I'll refrain from commenting any further on this thread -- if you want to discuss it --go to the tablature vs. staff notation thread.

----------

Of course there has been mandolin music in standard notation for a long time. But there is a difference between a music book and a _method_ book.

----------


## JimD

> Of course there has been mandolin music in standard notation for a long time. But there is a difference between a music book and a _method_ book.


See my post in the other thread.

----------


## Eugene

There have been a great many excellent and wholly legitimate mandolin methods to excellently address mandolin-specific technique without any tablature whatsoever: Leone, Denis, Gervasio, etc. on through Calace, Siegel, Mair, etc. Well-crafted text, diagrams, etc. make such things mandolin methods independent of a notation system. ...And again, tablature for four courses in 5ths isn't necessarily more mandolin-specific than staff notation.

----------


## mando.player

I tried to resist commenting, but I will 

Method: a way of doing something, especially a systematic way; implies an orderly logical arrangement

With that out of the way, it sounds like Marilynn's book can accomplish this w/o the use of TAB. If it were just a music book, it would just have pieces of music in it. A method would suggest fair bit explanatory text, specific exercises (scales, arpeggios, etc) and purposeful pieces/etudes to play. All of this information is then arranged and organized with the mandolin in mind as the primary instrument. I think the mandolin "point of view" the book takes makes it a mandolin book.

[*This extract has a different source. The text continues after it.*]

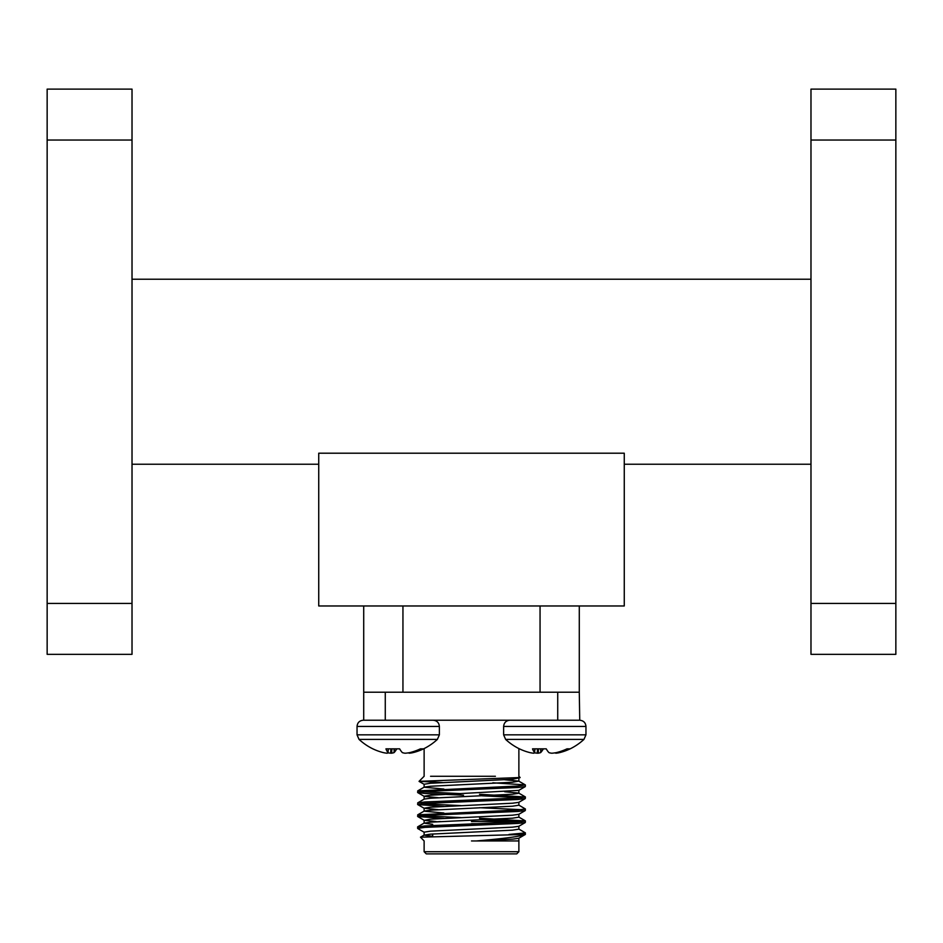 <?xml version="1.0" encoding="UTF-8"?>
<svg xmlns="http://www.w3.org/2000/svg" width="943" height="943" viewBox="0 0 943 943"><rect width="100%" height="100%" fill="white"/><g stroke="black" fill="none" stroke-linecap="round" stroke-linejoin="round"><path stroke-width="1.41" d="M318.734 464.239L132.02 464.239M132.02 89.113L132.02 654.348L47.15 654.348L47.15 89.113L132.02 89.113M810.98 279.234L132.02 279.234M810.98 464.239L624.266 464.239M810.98 603.426L810.98 654.348L895.85 654.348L895.85 603.426L810.98 603.426L810.98 89.113L895.85 89.113L895.85 603.426M318.734 453.206L318.734 605.972L624.266 605.972L624.266 453.206L318.734 453.206M578.872 720.228L363.715 720.228L363.715 605.972M557.726 720.228L557.726 692.209L579.285 692.209L579.285 605.972M540.056 605.972L540.056 692.209L402.944 692.209L402.944 605.972M471.5 823.699L478.69 823.699M508.147 821.542L471.5 821.542M471.5 853.886L426.283 853.886L424.126 851.729L518.874 851.729L516.717 853.886L471.5 853.886M471.5 840.944L476.404 840.956C504.104 838.61 520.43 836.441 525.369 834.437L525.286 832.799L518.744 829.015M424.256 832.304L417.714 828.52L417.608 826.94L424.833 825.938L518.167 821.942L525.392 820.952L479.48 818.218M417.608 828.39L424.833 827.388L518.167 823.404L525.286 822.532L525.392 820.952M460.915 793.641L421.309 791.731M463.52 795.185L424.833 793.464L417.714 792.591L417.714 790.882L518.167 786.014L525.286 784.894L492.847 782.796M417.608 792.462L424.833 791.46L518.167 787.476L525.286 786.603L525.392 785.024M460.915 805.617L421.309 803.707M443.858 806.406L417.714 804.568L417.714 802.858L424.833 801.986L518.167 797.99L525.392 797L479.48 794.265M417.608 804.438L424.833 803.436L518.167 799.452L525.286 798.58L525.392 797M460.915 817.593L421.309 815.683M443.858 818.383L417.714 816.544L417.714 814.835L518.167 809.966L525.392 808.976L518.744 805.063M417.608 816.414L424.833 815.412L518.167 811.428L525.286 810.556L525.392 808.976M521.691 797.719L482.085 795.809M521.691 809.695L479.48 807.703M521.691 821.671L479.48 819.679M518.662 840.944L476.404 840.956L512.52 839.14L518.744 838.292L525.369 834.437L420.472 837.184L424.126 840.944L424.126 851.729M442.35 782.525L419.069 781.334L520.135 777.527M495.405 776.278L430.574 776.278M509.02 834.437L525.392 832.928M432.696 836.3L424.126 835.144L430.479 834.154L512.52 830.158L518.874 829.156L518.874 826.162M432.696 824.323L424.126 823.168L430.479 822.178L512.52 818.182L518.874 817.18L518.874 814.186M443.858 812.996L424.126 811.192L424.126 808.198L430.479 807.208L512.52 803.212L518.744 802.363L525.286 798.58M417.714 814.835L424.256 811.051L430.479 810.202L512.52 806.206L518.874 805.204L518.874 802.21M417.714 802.858L424.256 799.075L430.479 798.226L512.52 794.23L518.874 793.228L518.874 790.234M525.286 796.87L518.744 793.087L504.694 791.731M443.858 789.043L424.126 787.24L424.126 784.246L430.479 783.256L512.52 779.26L520.1 777.621M417.714 790.882L424.256 787.099L430.479 786.25L512.52 782.254L518.744 781.11L504.694 779.755M424.126 835.144L424.126 832.15L430.479 831.16L512.52 827.164L518.744 826.316L525.286 822.532M436.126 821.542L424.256 820.327L430.479 819.184L512.52 815.188L518.744 814.339L525.286 810.556M438.306 809.695L424.126 808.198M438.306 797.719L424.256 796.375L417.714 792.591M424.126 799.216L424.126 796.222L430.479 795.232L518.744 790.387M440.605 821.542L434.499 821.907M557.726 692.209L385.274 692.209L385.274 720.228L363.715 720.228M363.715 692.209L385.274 692.209M579.285 692.209L579.745 720.228C583.552 720.629 585.627 722.703 585.957 726.44L503.633 726.44C503.998 722.668 506.073 720.593 509.845 720.228C506.073 720.593 503.998 722.668 503.633 726.44L503.633 734.845L505.625 739.406A57.747 57.747 0 0 0 519.416 748.848L519.463 748.848A57.688 56.038 111.5 0 0 529.766 752.573L530.296 752.703A57.311 46.572 98.6 0 0 533.302 753.186L533.915 753.186A57.311 9.583 95.1 0 0 534.575 752.703L534.905 748.848L534.575 752.703M439.367 734.845L439.367 726.44L357.043 726.44L357.043 734.845L439.367 734.845L437.375 739.406L359.047 739.406A57.747 57.747 0 0 0 372.839 748.848L372.874 748.848A57.688 56.038 111.5 0 0 383.176 752.573L383.707 752.703A57.311 46.572 98.6 0 0 386.713 753.186L387.325 753.186A57.311 9.583 95.1 0 0 387.986 752.703L388.316 748.848L387.986 752.703M437.375 739.406A57.747 57.747 0 0 1 423.584 748.848L420.413 748.848A57.688 56.038 111.5 0 1 409.957 752.573L409.38 752.703A57.311 56.285 -117.5 0 1 405.726 753.186L404.759 753.186A57.311 33.029 -96.1 0 1 402.578 752.703L402.331 752.573A57.688 12.778 -95.1 0 1 399.643 748.848L385.935 748.848A57.688 12.778 95.1 0 0 387.986 752.573M413.199 751.665L413.234 752.573A57.688 56.038 -111.5 0 0 423.537 748.848M413.234 752.573L412.669 751.83M409.663 752.644L409.698 753.186A57.311 46.572 -98.6 0 0 412.704 752.703M409.698 753.186L409.062 752.75M405.726 753.186A57.311 56.285 -117.5 0 0 408.578 752.832A57.311 9.583 -95.1 0 0 409.085 753.186M394.386 748.848L394.08 752.573A57.688 12.778 95.1 0 0 396.767 748.848L399.643 748.848A57.688 12.778 -95.1 0 0 402.331 752.573L402.578 752.703M394.08 752.573L394.15 748.848M391.875 748.848L391.663 753.186A57.311 33.029 96.1 0 0 393.832 752.703M391.663 753.186L390.685 753.186L390.897 748.848M387.325 753.186A57.311 9.583 95.1 0 0 387.832 752.832A57.311 56.285 117.5 0 0 390.685 753.186M383.176 752.573A57.688 56.038 111.5 0 1 372.874 748.848M386.713 753.186A57.311 46.572 98.6 0 1 383.707 752.703M503.633 734.845L585.957 734.845L583.953 739.406L505.625 739.406M583.953 739.406L583.953 739.406A57.747 57.747 0 0 1 570.161 748.848L567.002 748.848A57.688 56.038 111.5 0 1 556.547 752.573L555.957 752.703A57.311 56.285 -117.5 0 1 552.315 753.186L551.337 753.186A57.311 33.029 -96.1 0 1 549.168 752.703L548.92 752.573A57.688 12.778 -95.1 0 1 546.233 748.848L532.524 748.848A57.688 12.778 95.1 0 0 534.563 752.573M559.788 751.665L559.824 752.573A57.688 56.038 -111.5 0 0 570.126 748.848M559.824 752.573L559.258 751.83M556.252 752.644L556.287 753.186A57.311 46.572 -98.6 0 0 559.293 752.703M556.287 753.186L555.639 752.75M552.315 753.186A57.311 56.285 -117.5 0 0 555.168 752.832A57.311 9.583 -95.1 0 0 555.675 753.186M540.976 748.848L540.669 752.573A57.688 12.778 95.1 0 0 543.357 748.848L546.233 748.848A57.688 12.778 -95.1 0 0 548.92 752.573L549.168 752.703M540.669 752.573L540.74 748.848M538.465 748.848L538.241 753.186A57.311 33.029 96.1 0 0 540.422 752.703M538.241 753.186L537.274 753.186L537.486 748.848M533.915 753.186A57.311 9.583 95.1 0 0 534.422 752.832A57.311 56.285 117.5 0 0 537.274 753.186M529.766 752.573A57.688 56.038 111.5 0 1 519.463 748.848M132.02 140.035L47.15 140.035M132.02 603.426L47.15 603.426M895.85 140.035L810.98 140.035M424.126 748.577L424.126 776.278L419.069 781.334M518.874 748.577L518.874 776.278L520.135 777.539M518.874 838.138L518.874 851.729M424.126 823.168L424.126 820.174M518.874 781.252L518.874 778.258M424.256 835.003L420.472 837.184M424.256 823.027L417.714 826.811M518.744 817.039L525.286 820.823M518.744 781.11L525.286 784.894M424.256 820.327L417.714 816.544M424.256 808.34L417.714 804.568M518.744 790.375L525.286 786.603M424.244 784.387L419.105 781.417M432.696 833.989L432.696 836.406M439.367 726.44C439.037 722.703 436.963 720.629 433.155 720.228M357.043 726.44C357.409 722.668 359.483 720.593 363.255 720.228C359.483 720.593 357.409 722.668 357.043 726.44M357.043 734.845L359.047 739.406M388.351 748.848L388.009 752.655M585.957 734.845L585.957 726.44M534.94 748.848L534.598 752.655"/></g></svg>

I think a more important question would be what constitutes a method. There are far to many tune books out there that are considered methods. As much as I like Mike Marshall's books, I would not consider them a method (even though they are billed as such). They are more of a brain dump with some supporting text. It's up to the player to connect the dots.

The Mandolin series of books (Horne/Fugate) is a method in my opinion. I'll have to wait until Marilynn's book shows up, but at 200+ pages my guess is it's going to be more method than "music book".

----------


## Eugene

> As much as I like Mike Marshall's books, I would not consider them a method (even though they are billed as such).


To be clear, I was referring to _Evan_ Marshall's method. See link above.

----------


## mando.player

I wasn't referring to your reference Eugene. Just coincidence that I picked Mike Marshall's books as an example.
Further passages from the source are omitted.